# malaga airport security



## moonman (Oct 1, 2012)

has anyone had the following experience at malaga airport. i was travelling back to ireland today to attend a wedding tomorrow, i was asked to open my hand luggage by the woman security officer who was looking at the monitor. she asked me about cigarettes which were in my bag . i was carrying 200 silk cut which i bought last week on a visit to gibraltar and i also had 200 which i bought in my local tabac in los boliches. i bought these for a friend here in ireland who smokes them , i dont smoke myself. the officer called the civil guard and after a short discussion i was told everything was ok. as i was closing my hand luggage bag the security woman said " next time buy spanish cigarettes you know you are only allowed 200 english " to which i replied i declared them at the spanish border after i left gibraltar. i thought these security people were only supposed to look for sharp items/guns/ knives etc for the safety of fellow travellers , i didn't think they were to act like customs people . has anyone got any clear definition of their role .


----------



## Dunpleecin (Dec 20, 2012)

I would have thought that they all sing off the same hymn sheet regarding contraband and security and if they saw you had 400 cigarettes, then they'd see that and maybe ask where you got them and why you had so many. Afterall, if you'd bought all 400 in Gib and hadn't declared them at the Gib border then you were potentially smuggling! As it was 200 were duty free from Gib and 200 were duty paid locally, so there would be no problem.

Put it this way, if you were a security officer there and you saw a bag full of Rolex watches what would you do? Just assume someone liked watches and not bother? Or ask the question?


----------



## moonman (Oct 1, 2012)

the main points i am making is ,, (1) i did not think they could read print on cigarette cartons. ( 2 ) i had 2 cartons one with english and one with spanish print . before 9/11 these people were not doing this job. i did not buy 400 cigs in gibraltar and, i think there is a big difference between a bag of rolex watches and 2 cartons which are clearly identifiable by the different languages on the them . but maybe all she saw was 400 cigarettes . incidentally i always buy 3 cartons in the local tabac when i am travelling back to ireland for this person and i never have been asked to open my hand luggage, which leads me to think that she could read the print on the boxes , so in my opinion she should have known that one was duty paid and one was duty free and i did declare them at the spanish border when leaving gibraltar.


----------



## jojo (Sep 20, 2007)

Hhhmmm, I dont know what the rules are anymore - they change, but what I do is put cartons (several ) in my hold luggage and then empty a carton or two, so that the packets are lose in my hand luggage. They seem ok with that!!!?

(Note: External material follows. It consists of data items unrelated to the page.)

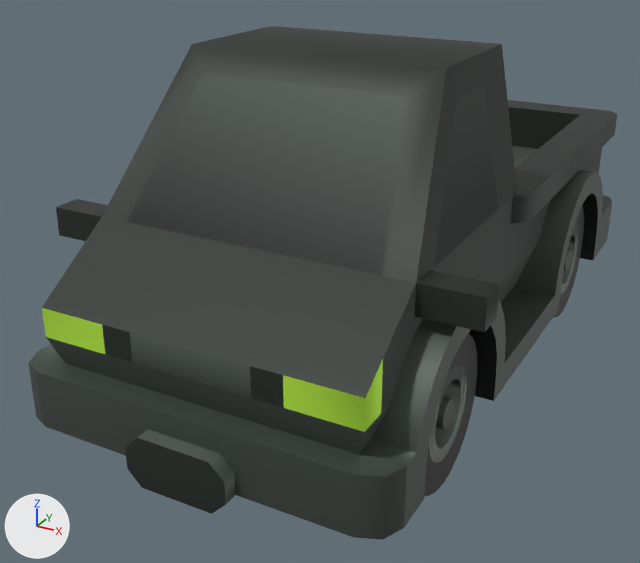
The glTF model public/models/kenney/truck-flat.glb: old version first, new version second.
The view is the same before and after, from a 50 mm camera at (1.38, -3.01, 1.76) aimed at (-0.16, -0.23, 0.37). The lights are fixed; the arrows at lower left show +X, +Y and +Z. The first picture is the older version. Vertices at exactly the same position are counted once.

Names of what the first picture shows: 'body', 'wheel-back-left', 'wheel-front-left'.
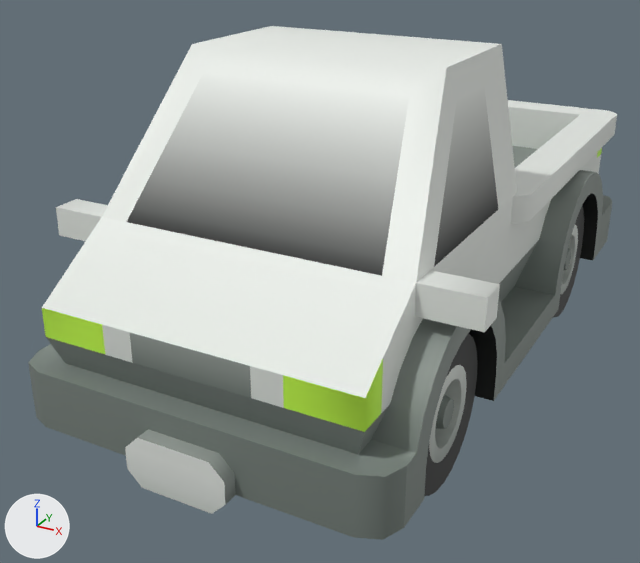
Where the change shows, as pixel boxes (x1, y1, x2, y2) in the pictures (640 x 563 px):
part 1 of me_body, recoloured (dark grey to grey)
    both: (28, 96, 612, 540)
part 2 of me_body, recoloured (dark grey to white)
    both: (42, 26, 617, 514)
part 3 of me_wheel_back_left, recoloured
    both: (435, 248, 571, 429)
part 4 of me_wheel_back_left, recoloured
    both: (429, 236, 578, 463)
part 5 of me_wheel_back_left, recoloured
    both: (431, 225, 578, 450)

The change in detail:
me_body has 426 vertices, 775 faces and spans x -0.75..0.75, y -1.37..1.37, z 0.0..1.15.
me_body is used by ob_body; location (0.0, 0.0, 0.15).
me_body part 1: 387 faces centred in x -0.65..0.65, y -1.36..1.36, z 0.0..0.79 are repainted in the vertex colours; the middle colour goes from dark grey #4c5550 to grey #808984.
me_body part 2: 212 faces centred in x -0.75..0.75, y -1.37..1.37, z 0.02..1.15 are repainted in the vertex colours; the middle colour goes from dark grey #2c342f to white #e5ede4.
me_wheel_back_left has 264 vertices, 428 faces and spans x 0.0..0.3, y -0.3..0.3, z -0.3..0.3.
me_wheel_back_left is used by ob_wheel_back_left; location (0.3, 0.637, 0.3).
me_wheel_back_left part 3: 70 faces centred in x 0.267..0.3, y -0.054..0.054, z -0.055..0.055 are repainted in the vertex colours; the middle colour goes from dark grey #414944 to grey #737d77.
me_wheel_back_left part 4: 110 faces centred in x 0.25..0.3, y -0.151..0.151, z -0.138..0.084 are repainted in the vertex colours; the middle colour goes from grey #6a746e to grey #a2aaa4.
me_wheel_back_left part 5: 34 faces centred in x 0.267..0.3, y -0.125..0.117, z 0.036..0.138 are repainted in the vertex colours; the middle colour goes from dark grey #323a34 to light grey #ccd2cc.
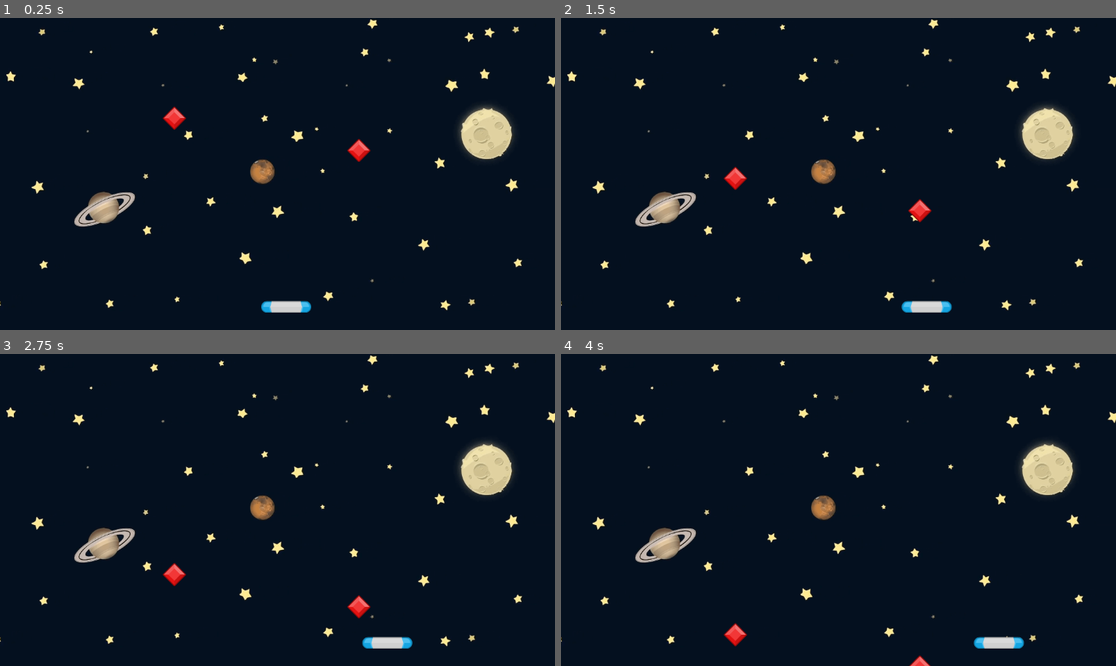
Above: before the commit, frames 1-4 (two rows, left to right).
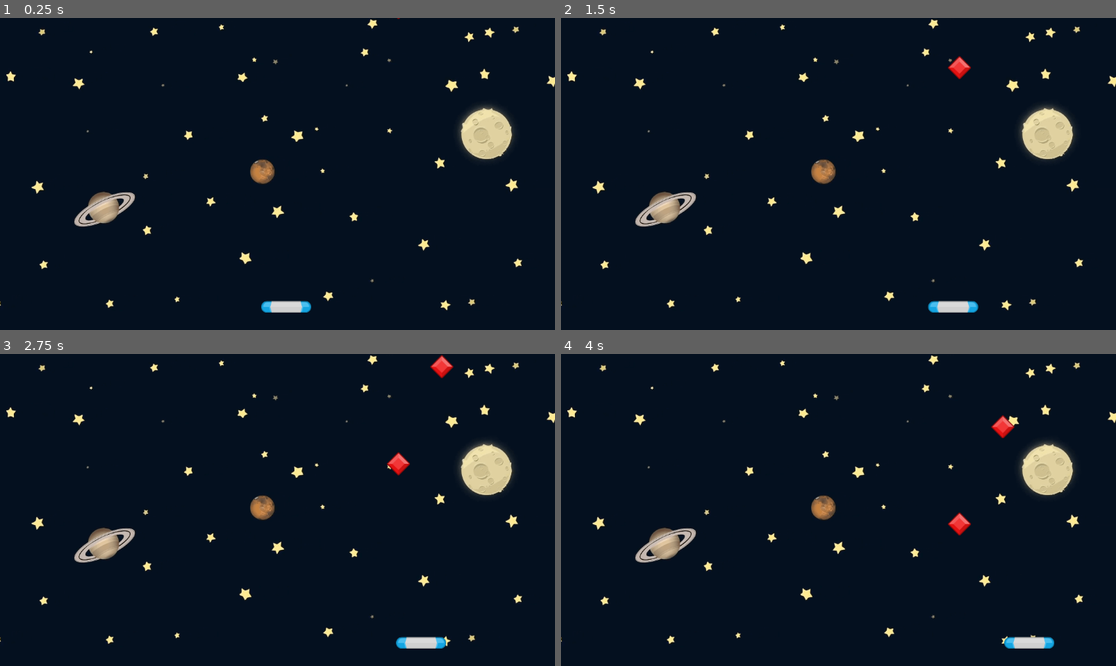
Above: after the commit, the same moments.

Repository: TopiaAmr/gemCatcher
Game: Godot game, scene res://game/game.tscn
Same seed, same stepped clock (60 frames per second), same inputs: the game is played once before the commit and once after it.
Inputs:
- Up to frame 1 (0.25 s): no input
- Up to frame 2 (1.5 s): hold Right (move_right) 0.53-1.28 s; hold Left (move_left) from 1.28 s (still down)
- Up to frame 3 (2.75 s): release Left (move_left) at 2.03 s; hold Right (move_right) from 2.03 s (still down)
- Up to frame 4 (4 s): release Right (move_right) at 3.53 s; hold Left (move_left) from 3.53 s (still down)

The runs differ from the first frame. In frame 1, 0.4% of the frame differs, in the area x 29-73%, y 0-47%; in frame 2, 1.0%; in frame 3, 1.3%, in the area x 29-82%, y 0-95%; in frame 4, 1.1%.

Commit message:
Add gem catching gameplay with collision detection

Diff:
--- a/game/game.gd
+++ b/game/game.gd
@@ -1,5 +1,49 @@
 extends Node2D
 
+const EXPLODE = preload("res://assets/explode.wav")
+const GEM = preload("res://gems/gem.tscn")
+
+const MARGIN: float = 70
+
+@onready var spawn_timer: Timer = $SpawnTimer
+@onready var score_sound: AudioStreamPlayer2D = $ScoreSound
+@onready var audio_stream_player: AudioStreamPlayer = $AudioStreamPlayer
+
+func stop_all() -> void:
+	audio_stream_player.stop()
+	audio_stream_player.stream = EXPLODE
+	audio_stream_player.play()
+	spawn_timer.stop()
+	for child in get_children():
+		if child is Gem:
+			child.set_process(false)
+		if child is Paddle:
+			child.set_process(false)
+
+
+func _ready() -> void:
+	spawn_gem()
+
+func spawn_gem() -> void:
+	var new_gem: Gem = GEM.instantiate()
+	var x_pos: float = randf_range(
+		get_viewport_rect().position.x + MARGIN,
+		get_viewport_rect().end.x - MARGIN
+	)
+	new_gem.position = Vector2(x_pos, -MARGIN)
+	new_gem.gem_off_screen.connect(_on_gem_off_screen)
+	add_child(new_gem)
 
 func _on_paddle_area_entered(area: Area2D) -> void:
 	print("collision ", area)
+	if score_sound.playing == false:
+		score_sound.position = area.position
+		score_sound.play()
+
+
+func _on_gem_off_screen() -> void:
+	stop_all()
+
+
+func _on_timer_timeout() -> void:
+	spawn_gem()
--- a/game/game.tscn
+++ b/game/game.tscn
@@ -1,9 +1,10 @@
-[gd_scene load_steps=5 format=3 uid="uid://dpxml8httu22p"]
+[gd_scene load_steps=6 format=3 uid="uid://dpxml8httu22p"]
 
 [ext_resource type="Script" uid="uid://dososyn6klnig" path="res://game/game.gd" id="1_4fuuu"]
 [ext_resource type="Texture2D" uid="uid://cas5m4ewqqkwx" path="res://assets/GameBg.png" id="2_dxrkv"]
 [ext_resource type="PackedScene" uid="uid://bu4ko5wuxw8to" path="res://paddle/paddle.tscn" id="3_dakft"]
-[ext_resource type="PackedScene" uid="uid://dl8roqjkl163a" path="res://gems/gem.tscn" id="4_u5opy"]
+[ext_resource type="AudioStream" uid="uid://cdo7tixn45bb5" path="res://assets/bgm_action_5.mp3" id="4_4fuuu"]
+[ext_resource type="AudioStream" uid="uid://crrec3sdpce2s" path="res://assets/spell1_0.wav" id="5_dxrkv"]
 
 [node name="Game" type="Node2D"]
 script = ExtResource("1_4fuuu")
@@ -16,10 +17,17 @@
 [node name="Paddle" parent="." instance=ExtResource("3_dakft")]
 position = Vector2(594, 600)
 
-[node name="Gem" parent="." instance=ExtResource("4_u5opy")]
-position = Vector2(745, 227)
+[node name="SpawnTimer" type="Timer" parent="."]
+wait_time = 2.0
+autostart = true
 
-[node name="Gem2" parent="." instance=ExtResource("4_u5opy")]
-position = Vector2(362, 160)
+[node name="AudioStreamPlayer" type="AudioStreamPlayer" parent="."]
+stream = ExtResource("4_4fuuu")
+volume_db = -15.167
+autoplay = true
+
+[node name="ScoreSound" type="AudioStreamPlayer2D" parent="."]
+stream = ExtResource("5_dxrkv")
 
 [connection signal="area_entered" from="Paddle" to="." method="_on_paddle_area_entered"]
+[connection signal="timeout" from="SpawnTimer" to="." method="_on_timer_timeout"]
--- a/gems/gem.gd
+++ b/gems/gem.gd
@@ -1,6 +1,14 @@
 extends Area2D
 
+class_name Gem
+
+signal gem_off_screen
+
 const SPEED: float = 100.0
+
+func die() -> void:
+	set_process(false)
+	queue_free()
 
 # Called when the node enters the scene tree for the first time.
 func _ready() -> void:
@@ -13,10 +21,10 @@
 
 	if position.y > get_viewport_rect().end.y:
 		print("Gem falls off")
-		set_process(false)
-		queue_free()
-
+		gem_off_screen.emit()
+		die()
 
 
 func _on_area_entered(area: Area2D) -> void:
 	print("Gem hits ", area)
+	die()
--- a/paddle/paddle.gd
+++ b/paddle/paddle.gd
@@ -1,13 +1,9 @@
 extends Area2D
 
+class_name Paddle
 
-const PADDLE_SPEED: float = 300
+const PADDLE_SPEED: float = 400
 
-#func _input(event: InputEvent) -> void:
-	#pass
-
-#func _unhandled_input(event: InputEvent) -> void:
-	#pass
 
 # Called when the node enters the scene tree for the first time.
 func _ready() -> void:
@@ -26,3 +22,9 @@
 		get_viewport_rect().position.x,
 		get_viewport_rect().end.x,
 	)
+
+var score: int = 0
+
+func _on_area_entered(area: Area2D) -> void:
+	score += 1
+	print("New Score: ", score)
--- a/paddle/paddle.tscn
+++ b/paddle/paddle.tscn
@@ -17,3 +17,5 @@
 [node name="CollisionShape2D" type="CollisionShape2D" parent="."]
 rotation = 1.5708
 shape = SubResource("CapsuleShape2D_wmxf4")
+
+[connection signal="area_entered" from="." to="." method="_on_area_entered"]
Not shown, changed: assets/bgm_action_5.mp3.import

I seem to have more trouble with my contact lense solution  - even though its the right size??!

Jo xxxx


----------



## Dunpleecin (Dec 20, 2012)

moonman said:


> the main points i am making is ,, (1) i did not think they could read print on cigarette cartons. ( 2 ) i had 2 cartons one with english and one with spanish print . before 9/11 these people were not doing this job. i did not buy 400 cigs in gibraltar and, i think there is a big difference between a bag of rolex watches and 2 cartons which are clearly identifiable by the different languages on the them . but maybe all she saw was 400 cigarettes . incidentally i always buy 3 cartons in the local tabac when i am travelling back to ireland for this person and i never have been asked to open my hand luggage, which leads me to think that she could read the print on the boxes , so in my opinion she should have known that one was duty paid and one was duty free and i did declare them at the spanish border when leaving gibraltar.


And breathe...

Sounds like you're having a bit of a rant because someone decided to do some checking and potentially caused you some inconvenience. I can't for the life of me think why that would be a problem for you. It certainly wouldn't bother me in the slightest. I always allow plenty of time if flying anywhere in case of unforseen delays for whatever reason. Either there's more to it that you're actually saying or you're trying to make some point which I can't fathom. The monitors are quite sophisticated now but whenever I've seen them I've not seen any writing on them. they're x ray machines after all. And smuggling is smuggling, whether it is **** or Rolex watches. My point was that whilst there is a great big difference in value and quantity, the actual principle is the same. Security/customs would still act whatever it was. And lets be thankful that if they weren't doing it before 9/11 that they are now.


----------



## VFR (Dec 23, 2009)

moonman said:


> the main points i am making is ,, (1) i did not think they could read print on cigarette cartons. ( 2 ) i had 2 cartons one with english and one with spanish print . before 9/11 these people were not doing this job. i did not buy 400 cigs in gibraltar and, i think there is a big difference between a bag of rolex watches and 2 cartons which are clearly identifiable by the different languages on the them . but maybe all she saw was 400 cigarettes . incidentally i always buy 3 cartons in the local tabac when i am travelling back to ireland for this person and i never have been asked to open my hand luggage, which leads me to think that she could read the print on the boxes , so in my opinion she should have known that one was duty paid and one was duty free and i did declare them at the spanish border when leaving gibraltar.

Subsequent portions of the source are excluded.